As per numbers worked out by a leading research unit, the company will break-even in first half after making a loss of Rs 3 crore in the second half of 1995-96. The second half is expected to be better with a small rise in di-methyl terepthalate (DMT) prices and lower paraxylene import costs. Turnover in first half is likely to range between Rs 400-450 crore against Rs 727.42 crore in first half last year.
Top Bombay Dyeing sources said cost-cutting is a regular, annual exercise and it is not new. We are one of the most efficient companies and have several measures to cut wasteful expenditure, they explained.
Other sources within the company say this year's exercise is different. All these years, the company has been making good money, and cost-cutting was one of the ways of improving efficiency.
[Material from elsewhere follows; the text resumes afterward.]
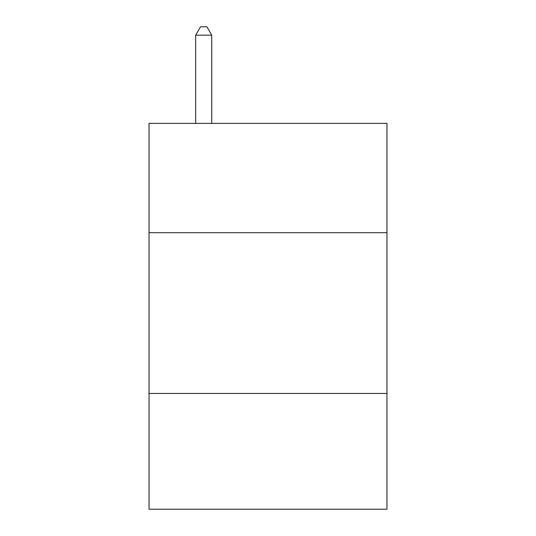 <?xml version="1.0" encoding="UTF-8"?>
<svg xmlns="http://www.w3.org/2000/svg" width="536" height="536" viewBox="0 0 536 536"><rect width="100%" height="100%" fill="white"/><g stroke="black" fill="none" stroke-linecap="round" stroke-linejoin="round"><path stroke-width="0.8" d="M386.959 232.698L386.959 123.381L149.042 123.381L149.042 232.698L386.959 232.698L386.959 509.2L149.042 509.2L149.042 232.698M386.959 393.458L149.042 393.458M211.733 123.381L211.733 35.162L195.66 35.162L195.66 123.381M195.66 35.162L200.484 26.8L206.909 26.8L211.733 35.162"/></g></svg>
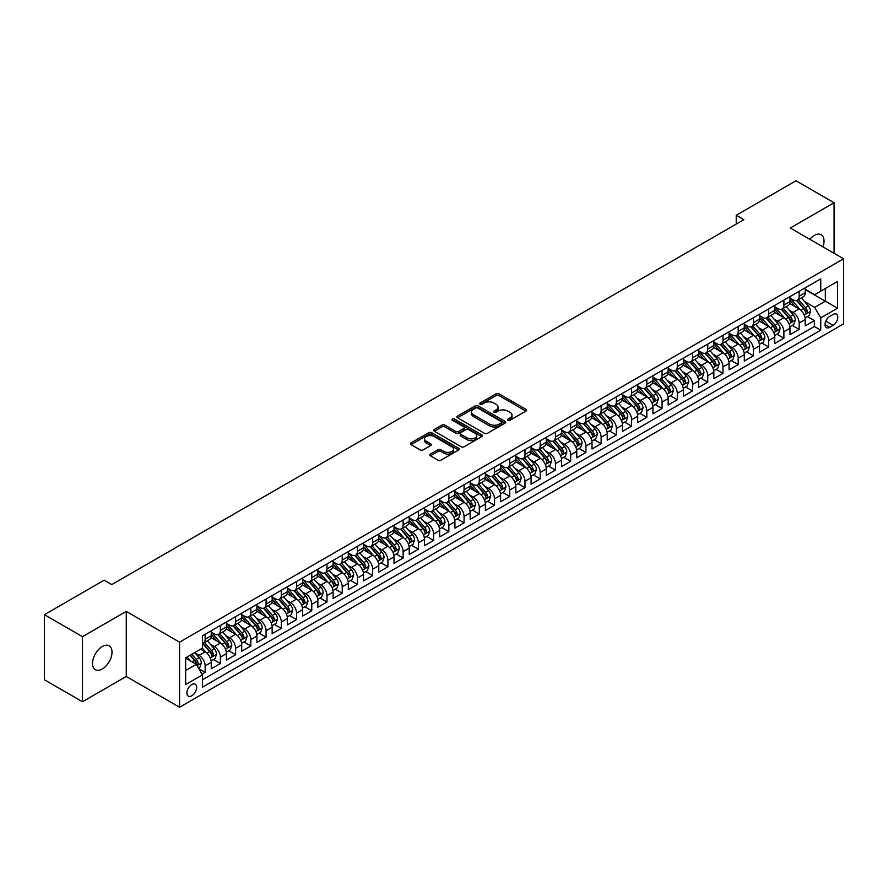 <?xml version="1.0" encoding="UTF-8"?>
<svg xmlns="http://www.w3.org/2000/svg" width="888" height="888" viewBox="0 0 888 888"><rect width="100%" height="100%" fill="white"/><g stroke="black" fill="none" stroke-linecap="round" stroke-linejoin="round"><path stroke-width="1.33" d="M507.969 420.257A1.476 0.855 0 0 0 510.067 420.257L525.951 411.089A2.109 1.221 0 0 0 526.562 410.234A2.109 1.221 0 0 0 525.951 409.368L499.034 393.828A2.109 1.221 0 0 0 496.048 393.828L480.164 402.997A1.476 0.855 0 0 0 479.731 403.607A1.476 0.855 0 0 0 480.164 404.207A1.476 0.855 0 0 0 482.262 404.207L484.315 403.019A6.76 3.907 0 0 1 493.883 403.019L496.126 404.318A6.76 3.907 0 0 1 498.101 407.081A6.76 3.907 0 0 1 496.126 409.845L494.072 411.022A1.476 0.855 0 0 0 493.639 411.632A1.476 0.855 0 0 0 494.072 412.232A1.476 0.855 0 0 0 496.159 412.232L498.212 411.044A6.76 3.907 0 0 1 507.781 411.044L510.023 412.343A6.76 3.907 0 0 1 512.01 415.107A6.76 3.907 0 0 1 510.023 417.871L507.969 419.058A1.476 0.855 0 0 0 507.536 419.658A1.476 0.855 0 0 0 507.969 420.257L507.969 419.058M102.275 669.03A13.786 7.959 120 0 0 111.278 656.887A13.786 7.959 120 0 0 109.169 645.842A13.786 7.959 120 0 0 102.275 646.531A13.786 7.959 120 0 0 93.273 658.674A13.786 7.959 120 0 0 95.382 669.719A13.786 7.959 120 0 0 102.275 669.03M822.943 246.875A13.786 7.959 120 0 0 821.178 234.765A13.786 7.959 120 0 0 814.285 235.453A13.786 7.959 120 0 0 809.812 239.283M191.753 695.815A6.893 3.974 120 0 0 196.259 689.732A6.893 3.974 120 0 0 195.194 684.215A6.893 3.974 120 0 0 191.753 684.559A6.893 3.974 120 0 0 187.246 690.631A6.893 3.974 120 0 0 188.3 696.148A6.893 3.974 120 0 0 191.753 695.815M430.425 454.079A2.109 1.221 0 0 0 429.803 454.934A2.109 1.221 0 0 0 430.425 455.799L437.973 460.162A2.109 1.221 0 0 0 440.959 460.162L458.596 449.972A2.109 1.221 0 0 0 459.218 449.106A2.109 1.221 0 0 0 458.596 448.251L431.69 432.711A2.109 1.221 0 0 0 428.704 432.711L411.066 442.901A2.109 1.221 0 0 0 410.445 443.756A2.109 1.221 0 0 0 411.066 444.622L420.179 449.883A2.109 1.221 0 0 0 423.176 449.883L430.724 445.532A2.109 1.221 0 0 0 431.335 444.666A2.109 1.221 0 0 0 430.724 443.8L426.196 441.192A5.65 3.263 0 0 1 424.542 438.883A5.65 3.263 0 0 1 428.038 435.864A5.65 3.263 0 0 1 434.199 436.574L451.914 446.797A5.65 3.263 0 0 1 453.568 449.106A5.65 3.263 0 0 1 450.072 452.125A5.65 3.263 0 0 1 443.911 451.415L440.959 449.716A2.109 1.221 0 0 0 437.973 449.716L430.425 454.079L430.425 455.799M126.263 611.399L82.473 636.674L44.4 614.696L44.4 679.764L82.473 701.742L126.263 676.467L179.565 707.237L179.565 642.168L126.263 611.399L126.263 676.467M834.076 253.302L834.076 202.742L790.298 228.016L843.6 258.797L179.565 642.168M834.076 202.742L796.003 180.764L736.23 215.273L736.23 224.065M44.4 614.696L104.174 580.186L111.788 584.582L743.844 219.669L736.23 215.273M484.46 433.311A2.109 1.221 0 0 0 487.457 433.311L505.094 423.132A2.109 1.221 0 0 0 505.716 422.266A2.109 1.221 0 0 0 505.094 421.4L478.188 405.872A2.109 1.221 0 0 0 475.191 405.872L457.553 416.05A2.109 1.221 0 0 0 456.932 416.916A2.109 1.221 0 0 0 457.553 417.782L484.46 433.311M452.991 420.579A1.476 0.855 0 0 1 454.49 420.79L454.49 419.036L481.851 434.831A2.109 1.221 0 0 1 482.462 435.686A2.109 1.221 0 0 1 481.851 436.552L464.202 446.742A2.109 1.221 0 0 1 461.216 446.742L434.31 431.202L434.31 429.47A2.109 1.221 0 0 0 433.688 430.336A2.109 1.221 0 0 0 434.31 431.202M434.31 429.47L441.858 425.119A2.109 1.221 0 0 1 444.844 425.119L455.766 431.413A2.109 1.221 0 0 0 458.752 431.413L463.758 428.527A2.109 1.221 0 0 0 464.38 427.661A2.109 1.221 0 0 0 463.758 426.795L452.392 420.235A1.476 0.855 0 0 1 451.959 419.636A1.476 0.855 0 0 1 452.88 418.847A1.476 0.855 0 0 1 454.49 419.036M201.998 674.159L205.15 672.338L198.834 668.686M195.238 653.157L199.056 655.366A8.614 4.973 60 0 1 205.15 665.911L211.244 662.393L211.244 668.819L220.379 663.536L213.453 659.54M210.467 644.366L214.297 646.564A8.614 4.973 60 0 1 220.379 657.12L226.473 653.601L226.473 660.028L235.609 654.745L228.682 650.749M225.696 635.564L229.526 637.773A8.614 4.973 60 0 1 235.609 648.329L241.703 644.81L241.703 651.226L250.849 645.953L243.911 641.957M240.926 626.773L244.755 628.981A8.614 4.973 60 0 1 250.849 639.538L256.932 636.019L256.932 642.435L266.078 637.162L259.141 633.155M256.155 617.981L259.984 620.19A8.614 4.973 60 0 1 266.078 630.746L272.161 627.228L272.161 633.644L281.307 628.371L274.37 624.364M271.384 609.19L275.213 611.399A8.614 4.973 60 0 1 281.307 621.944L287.401 618.437L287.401 624.852L296.536 619.58L289.61 615.573M286.613 600.399L290.443 602.608A8.614 4.973 60 0 1 296.536 613.153L302.63 609.634L302.63 616.061L311.766 610.778L304.839 606.782M301.853 591.608L305.672 593.817A8.614 4.973 60 0 1 311.766 604.362L317.86 600.843L317.86 607.27L326.995 601.986L320.069 597.99M317.083 582.806L320.901 585.014A8.614 4.973 60 0 1 326.995 595.571L333.089 592.052L333.089 598.468L342.224 593.195L335.298 589.199M332.312 574.014L336.13 576.223A8.614 4.973 60 0 1 342.224 586.779L348.318 583.261L348.318 589.676L357.453 584.404L350.527 580.397M347.541 565.223L351.359 567.432A8.614 4.973 60 0 1 357.453 577.988L363.547 574.469L363.547 580.885L372.683 575.613L365.756 571.606M362.77 556.432L366.589 558.641A8.614 4.973 60 0 1 372.683 569.186L378.776 565.678L378.776 572.094L387.912 566.822L380.985 562.814M377.999 547.641L381.818 549.85A8.614 4.973 60 0 1 387.912 560.395L394.006 556.876L394.006 563.303L403.141 558.019L396.215 554.023M393.229 538.85L397.058 541.058A8.614 4.973 60 0 1 403.141 551.603L409.235 548.085L409.235 554.512L418.37 549.228L411.444 545.232M408.458 530.047L412.287 532.256A8.614 4.973 60 0 1 418.37 542.812L424.464 539.294L424.464 545.709L433.61 540.437L426.673 536.441M423.687 521.256L427.517 523.465A8.614 4.973 60 0 1 433.61 534.021L439.693 530.502L439.693 536.918L448.84 531.646L441.902 527.639M438.916 512.465L442.746 514.674A8.614 4.973 60 0 1 448.84 525.23L454.922 521.711L454.922 528.127L464.069 522.854L457.131 518.847M454.145 503.674L457.975 505.883A8.614 4.973 60 0 1 464.069 516.428L470.163 512.92L470.163 519.336L479.298 514.063L472.361 510.056M469.375 494.882L473.204 497.091A8.614 4.973 60 0 1 479.298 507.636L485.392 504.118L485.392 510.545L494.527 505.261L487.601 501.265M484.615 486.091L488.433 488.3A8.614 4.973 60 0 1 494.527 498.845L500.621 495.326L500.621 501.753L509.756 496.47L502.83 492.474M499.844 477.289L503.663 479.498A8.614 4.973 60 0 1 509.756 490.054L515.85 486.535L515.85 492.951L524.986 487.679L518.059 483.683M515.073 468.498L518.892 470.707A8.614 4.973 60 0 1 524.986 481.263L531.08 477.744L531.08 484.16L540.215 478.887L533.288 474.88M530.303 459.707L534.121 461.915A8.614 4.973 60 0 1 540.215 472.471L546.309 468.953L546.309 475.369L555.444 470.096L548.518 466.089M545.532 450.915L549.35 453.124A8.614 4.973 60 0 1 555.444 463.669L561.538 460.162L561.538 466.577L570.673 461.305L563.747 457.298M560.761 442.124L564.579 444.333A8.614 4.973 60 0 1 570.673 454.878L576.767 451.359L576.767 457.786L585.902 452.503L578.976 448.507M575.99 433.333L579.82 435.542A8.614 4.973 60 0 1 585.902 446.087L591.996 442.568L591.996 448.995L601.132 443.711L594.205 439.715M591.219 424.531L595.049 426.74A8.614 4.973 60 0 1 601.132 437.296L607.226 433.777L607.226 440.193L616.372 434.92L609.434 430.924M606.449 415.739L610.278 417.948A8.614 4.973 60 0 1 616.372 428.504L622.455 424.986L622.455 431.401L631.601 426.129L624.664 422.133M621.678 406.948L625.507 409.157A8.614 4.973 60 0 1 631.601 419.713L637.684 416.195L637.684 422.61L646.83 417.338L639.893 413.331M636.907 398.157L640.736 400.366A8.614 4.973 60 0 1 646.83 410.911L652.924 407.403L652.924 413.819L662.06 408.547L655.122 404.54M652.136 389.366L655.966 391.575A8.614 4.973 60 0 1 662.06 402.12L668.153 398.601L668.153 405.028L677.289 399.744L670.362 395.748M667.376 380.575L671.195 382.784A8.614 4.973 60 0 1 677.289 393.329L683.383 389.81L683.383 396.237L692.518 390.953L685.591 386.957M682.606 371.783L686.424 373.981A8.614 4.973 60 0 1 692.518 384.537L698.612 381.019L698.612 387.434L707.747 382.162L700.821 378.166M697.835 362.981L701.653 365.19A8.614 4.973 60 0 1 707.747 375.746L713.841 372.227L713.841 378.643L722.976 373.371L716.05 369.375M713.064 354.19L716.882 356.399A8.614 4.973 60 0 1 722.976 366.955L729.07 363.436L729.07 369.852L738.206 364.579L731.279 360.572M728.293 345.399L732.112 347.608A8.614 4.973 60 0 1 738.206 358.164L744.299 354.645L744.299 361.061L753.435 355.788L746.508 351.781M743.522 336.608L747.341 338.816A8.614 4.973 60 0 1 753.435 349.361L759.529 345.843L759.529 352.27L768.664 346.986L761.738 342.99M758.752 327.816L762.581 330.025A8.614 4.973 60 0 1 768.664 340.57L774.758 337.052L774.758 343.478L783.893 338.195L776.967 334.199M773.981 319.025L777.81 321.223A8.614 4.973 60 0 1 783.893 331.779L789.987 328.26L789.987 334.676L799.133 329.404L799.133 322.988A8.614 4.973 -120 0 0 793.04 312.432L789.21 310.223M792.196 325.408L799.133 329.404M211.244 662.393A8.614 4.973 -120 0 0 205.15 651.848L200.588 649.206M226.473 653.601A8.614 4.973 -120 0 0 220.379 643.056L210.967 637.617M241.703 644.81A8.614 4.973 -120 0 0 235.609 634.254L226.196 628.826M256.932 636.019A8.614 4.973 -120 0 0 250.849 625.463L241.425 620.024M272.161 627.228A8.614 4.973 -120 0 0 266.078 616.672L256.654 611.233M287.401 618.437A8.614 4.973 -120 0 0 281.307 607.88L271.883 602.441M302.63 609.634A8.614 4.973 -120 0 0 296.536 599.089L287.113 593.65M317.86 600.843A8.614 4.973 -120 0 0 311.766 590.298L302.342 584.859M333.089 592.052A8.614 4.973 -120 0 0 326.995 581.496L317.571 576.068M348.318 583.261A8.614 4.973 -120 0 0 342.224 572.705L332.811 567.266M363.547 574.469A8.614 4.973 -120 0 0 357.453 563.913L348.041 558.474M378.776 565.678A8.614 4.973 -120 0 0 372.683 555.122L363.27 549.683M394.006 556.876A8.614 4.973 -120 0 0 387.912 546.331L378.499 540.892M409.235 548.085A8.614 4.973 -120 0 0 403.141 537.54L393.728 532.101M424.464 539.294A8.614 4.973 -120 0 0 418.37 528.737L408.957 523.31M439.693 530.502A8.614 4.973 -120 0 0 433.61 519.946L424.187 514.507M454.922 521.711A8.614 4.973 -120 0 0 448.84 511.155L439.416 505.716M470.163 512.92A8.614 4.973 -120 0 0 464.069 502.364L454.645 496.925M485.392 504.118A8.614 4.973 -120 0 0 479.298 493.573L469.874 488.134M500.621 495.326A8.614 4.973 -120 0 0 494.527 484.781L485.103 479.342M515.85 486.535A8.614 4.973 -120 0 0 509.756 475.99L500.333 470.551M531.08 477.744A8.614 4.973 -120 0 0 524.986 467.188L515.573 461.749M546.309 468.953A8.614 4.973 -120 0 0 540.215 458.397L530.802 452.958M561.538 460.162A8.614 4.973 -120 0 0 555.444 449.606L546.031 444.167M576.767 451.359A8.614 4.973 -120 0 0 570.673 440.814L561.26 435.375M591.996 442.568A8.614 4.973 -120 0 0 585.902 432.023L576.49 426.584M607.226 433.777A8.614 4.973 -120 0 0 601.132 423.232L591.719 417.793M622.455 424.986A8.614 4.973 -120 0 0 616.372 414.43L606.948 408.991M637.684 416.195A8.614 4.973 -120 0 0 631.601 405.638L622.177 400.199M652.924 407.403A8.614 4.973 -120 0 0 646.83 396.847L637.406 391.408M668.153 398.601A8.614 4.973 -120 0 0 662.06 388.056L652.636 382.617M683.383 389.81A8.614 4.973 -120 0 0 677.289 379.265L667.865 373.826M698.612 381.019A8.614 4.973 -120 0 0 692.518 370.474L683.094 365.035M713.841 372.227A8.614 4.973 -120 0 0 707.747 361.671L698.323 356.232M729.07 363.436A8.614 4.973 -120 0 0 722.976 352.88L713.564 347.441M744.299 354.645A8.614 4.973 -120 0 0 738.206 344.089L728.793 338.65M759.529 345.843A8.614 4.973 -120 0 0 753.435 335.298L744.022 329.859M774.758 337.052A8.614 4.973 -120 0 0 768.664 326.507L759.251 321.068M789.987 328.26A8.614 4.973 -120 0 0 783.893 317.715L774.48 312.276M833.088 314.452L829.736 316.394A6.682 3.852 120 0 0 825.374 322.277A6.682 3.852 120 0 0 826.406 327.628A6.682 3.852 120 0 0 829.736 327.295L833.088 325.363A6.682 3.852 120 0 0 837.451 319.48A6.682 3.852 120 0 0 836.429 314.13A6.682 3.852 120 0 0 833.088 314.452M179.565 707.237L843.6 323.865L843.6 258.797M185.659 670.484L196.326 664.335L202.409 674.88L202.409 687.19L820.756 330.192L820.756 317.882L814.662 307.337L804.439 301.432M202.409 674.88L185.659 684.559L185.659 657.819L202.409 648.151L202.409 635.841L820.756 278.843L820.756 291.153L837.506 281.485L837.506 308.214L820.756 317.882M211.244 632.145L214.297 633.91A8.614 4.973 60 0 0 218.603 634.332L224.686 630.813A8.614 4.973 -120 0 0 226.473 626.873L226.473 621.944M226.473 623.354L229.526 625.119A8.614 4.973 60 0 0 233.833 625.54L239.927 622.022A8.614 4.973 -120 0 0 241.703 618.081L241.703 613.153M241.703 614.563L244.755 616.316A8.614 4.973 60 0 0 249.062 616.749L255.156 613.231A8.614 4.973 -120 0 0 256.932 609.29L256.932 604.362M256.932 605.771L259.984 607.525A8.614 4.973 60 0 0 264.291 607.958L270.385 604.439A8.614 4.973 -120 0 0 272.161 600.499L272.161 595.571M272.161 596.98L275.213 598.734A8.614 4.973 60 0 0 279.52 599.167L285.614 595.648A8.614 4.973 -120 0 0 287.401 591.697L287.401 586.779M287.401 588.189L290.443 589.943A8.614 4.973 60 0 0 294.749 590.365L300.843 586.857A8.614 4.973 -120 0 0 302.63 582.905L302.63 577.988M302.63 579.387L305.672 581.152A8.614 4.973 60 0 0 309.979 581.573L316.073 578.055A8.614 4.973 -120 0 0 317.86 574.114L317.86 569.186M317.86 570.596L320.901 572.36A8.614 4.973 60 0 0 325.208 572.782L331.302 569.264A8.614 4.973 -120 0 0 333.089 565.323L333.089 560.395M333.089 561.804L336.13 563.558A8.614 4.973 60 0 0 340.437 563.991L346.531 560.472A8.614 4.973 -120 0 0 348.318 556.532L348.318 551.603M348.318 553.013L351.359 554.767A8.614 4.973 60 0 0 355.666 555.2L361.76 551.681A8.614 4.973 -120 0 0 363.547 547.741L363.547 542.812M363.547 544.222L366.589 545.976A8.614 4.973 60 0 0 370.895 546.409L376.989 542.89A8.614 4.973 -120 0 0 378.776 538.938L378.776 534.021M378.776 535.431L381.818 537.185A8.614 4.973 60 0 0 386.136 537.606L392.219 534.099A8.614 4.973 -120 0 0 394.006 530.147L394.006 525.23M394.006 526.628L397.058 528.393A8.614 4.973 60 0 0 401.365 528.815L407.448 525.296A8.614 4.973 -120 0 0 409.235 521.356L409.235 516.428M409.235 517.837L412.287 519.602A8.614 4.973 60 0 0 416.594 520.024L422.688 516.505A8.614 4.973 -120 0 0 424.464 512.565L424.464 507.636M424.464 509.046L427.517 510.8A8.614 4.973 60 0 0 431.823 511.233L437.917 507.714A8.614 4.973 -120 0 0 439.693 503.774L439.693 498.845M439.693 500.255L442.746 502.009A8.614 4.973 60 0 0 447.053 502.442L453.146 498.923A8.614 4.973 -120 0 0 454.922 494.982L454.922 490.054M454.922 491.464L457.975 493.217A8.614 4.973 60 0 0 462.282 493.65L468.376 490.132A8.614 4.973 -120 0 0 470.163 486.18L470.163 481.263M470.163 482.672L473.204 484.426A8.614 4.973 60 0 0 477.511 484.848L483.605 481.34A8.614 4.973 -120 0 0 485.392 477.389L485.392 472.471M485.392 473.87L488.433 475.635A8.614 4.973 60 0 0 492.74 476.057L498.834 472.538A8.614 4.973 -120 0 0 500.621 468.598L500.621 463.669M500.621 465.079L503.663 466.844A8.614 4.973 60 0 0 507.969 467.266L514.063 463.747A8.614 4.973 -120 0 0 515.85 459.806L515.85 454.878M515.85 456.288L518.892 458.042A8.614 4.973 60 0 0 523.199 458.474L529.292 454.956A8.614 4.973 -120 0 0 531.08 451.015L531.08 446.087M531.08 447.497L534.121 449.25A8.614 4.973 60 0 0 538.428 449.683L544.522 446.165A8.614 4.973 -120 0 0 546.309 442.224L546.309 437.296M546.309 438.705L549.35 440.459A8.614 4.973 60 0 0 553.657 440.892L559.751 437.373A8.614 4.973 -120 0 0 561.538 433.422L561.538 428.504M561.538 429.914L564.579 431.668A8.614 4.973 60 0 0 568.897 432.09L574.98 428.582A8.614 4.973 -120 0 0 576.767 424.631L576.767 419.713M576.767 421.112L579.82 422.877A8.614 4.973 60 0 0 584.126 423.299L590.209 419.78A8.614 4.973 -120 0 0 591.996 415.839L591.996 410.911M591.996 412.321L595.049 414.086A8.614 4.973 60 0 0 599.356 414.507L605.45 410.989A8.614 4.973 -120 0 0 607.226 407.048L607.226 402.12M607.226 403.529L610.278 405.283A8.614 4.973 60 0 0 614.585 405.716L620.679 402.197A8.614 4.973 -120 0 0 622.455 398.257L622.455 393.329M622.455 394.738L625.507 396.492A8.614 4.973 60 0 0 629.814 396.925L635.908 393.406A8.614 4.973 -120 0 0 637.684 389.466L637.684 384.537M637.684 385.947L640.736 387.701A8.614 4.973 60 0 0 645.043 388.134L651.137 384.615A8.614 4.973 -120 0 0 652.924 380.663L652.924 375.746M652.924 377.156L655.966 378.91A8.614 4.973 60 0 0 660.272 379.331L666.366 375.824A8.614 4.973 -120 0 0 668.153 371.872L668.153 366.955M668.153 368.354L671.195 370.118A8.614 4.973 60 0 0 675.502 370.54L681.596 367.022A8.614 4.973 -120 0 0 683.383 363.081L683.383 358.153M683.383 359.562L686.424 361.327A8.614 4.973 60 0 0 690.731 361.749L696.825 358.23A8.614 4.973 -120 0 0 698.612 354.29L698.612 349.361M698.612 350.771L701.653 352.536A8.614 4.973 60 0 0 705.96 352.958L712.054 349.439A8.614 4.973 -120 0 0 713.841 345.499L713.841 340.57M713.841 341.98L716.882 343.734A8.614 4.973 60 0 0 721.189 344.167L727.283 340.648A8.614 4.973 -120 0 0 729.07 336.707L729.07 331.779M729.07 333.189L732.112 334.943A8.614 4.973 60 0 0 736.418 335.375L742.512 331.857A8.614 4.973 -120 0 0 744.299 327.905L744.299 322.988M744.299 324.398L747.341 326.151A8.614 4.973 60 0 0 751.659 326.573L757.742 323.066A8.614 4.973 -120 0 0 759.529 319.114L759.529 314.197M759.529 315.595L762.581 317.36A8.614 4.973 60 0 0 766.888 317.782L772.971 314.263A8.614 4.973 -120 0 0 774.758 310.323L774.758 305.394M774.758 306.804L777.81 308.569A8.614 4.973 60 0 0 782.117 308.991L788.211 305.472A8.614 4.973 -120 0 0 789.987 301.531L789.987 296.603M202.409 679.808L814.363 326.507L814.363 320.612L805.216 325.885L805.216 319.469A8.614 4.973 -120 0 0 799.133 308.913L789.71 303.474M789.987 298.013L793.04 299.778A8.614 4.973 -120 0 0 797.346 300.2A8.614 4.973 -120 0 0 799.133 296.259L799.133 291.331M797.346 300.2L803.44 296.681A8.614 4.973 -120 0 0 805.216 292.74L805.216 287.812M205.15 634.254L205.15 639.182A8.614 4.973 60 0 1 203.374 643.123A8.614 4.973 60 0 1 202.409 643.478M203.374 643.123L209.457 639.604A8.614 4.973 -120 0 0 211.244 635.664L211.244 630.746M220.379 625.463L220.379 630.391A8.614 4.973 60 0 1 218.603 634.332M235.609 616.672L235.609 621.6A8.614 4.973 60 0 1 233.833 625.54M250.849 607.88L250.849 612.809A8.614 4.973 60 0 1 249.062 616.749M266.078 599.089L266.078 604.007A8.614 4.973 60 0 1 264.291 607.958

This year, the exercise is aimed specifically at boosting bottomline.
We were financially healthy last year so cost-cutting was not necessary to help bottomline. This year it's different, said one of the marketing managers.
As part of it, the company's DMT division started the exercise of benchmarking its performance with comparable global producers. Under this, the DMT division's operational, financial performance will be compared to plants similar in size, capacity and other operational parameters.
This helps in a big way. We will know where we are weak and where we can plug gaps, sources said.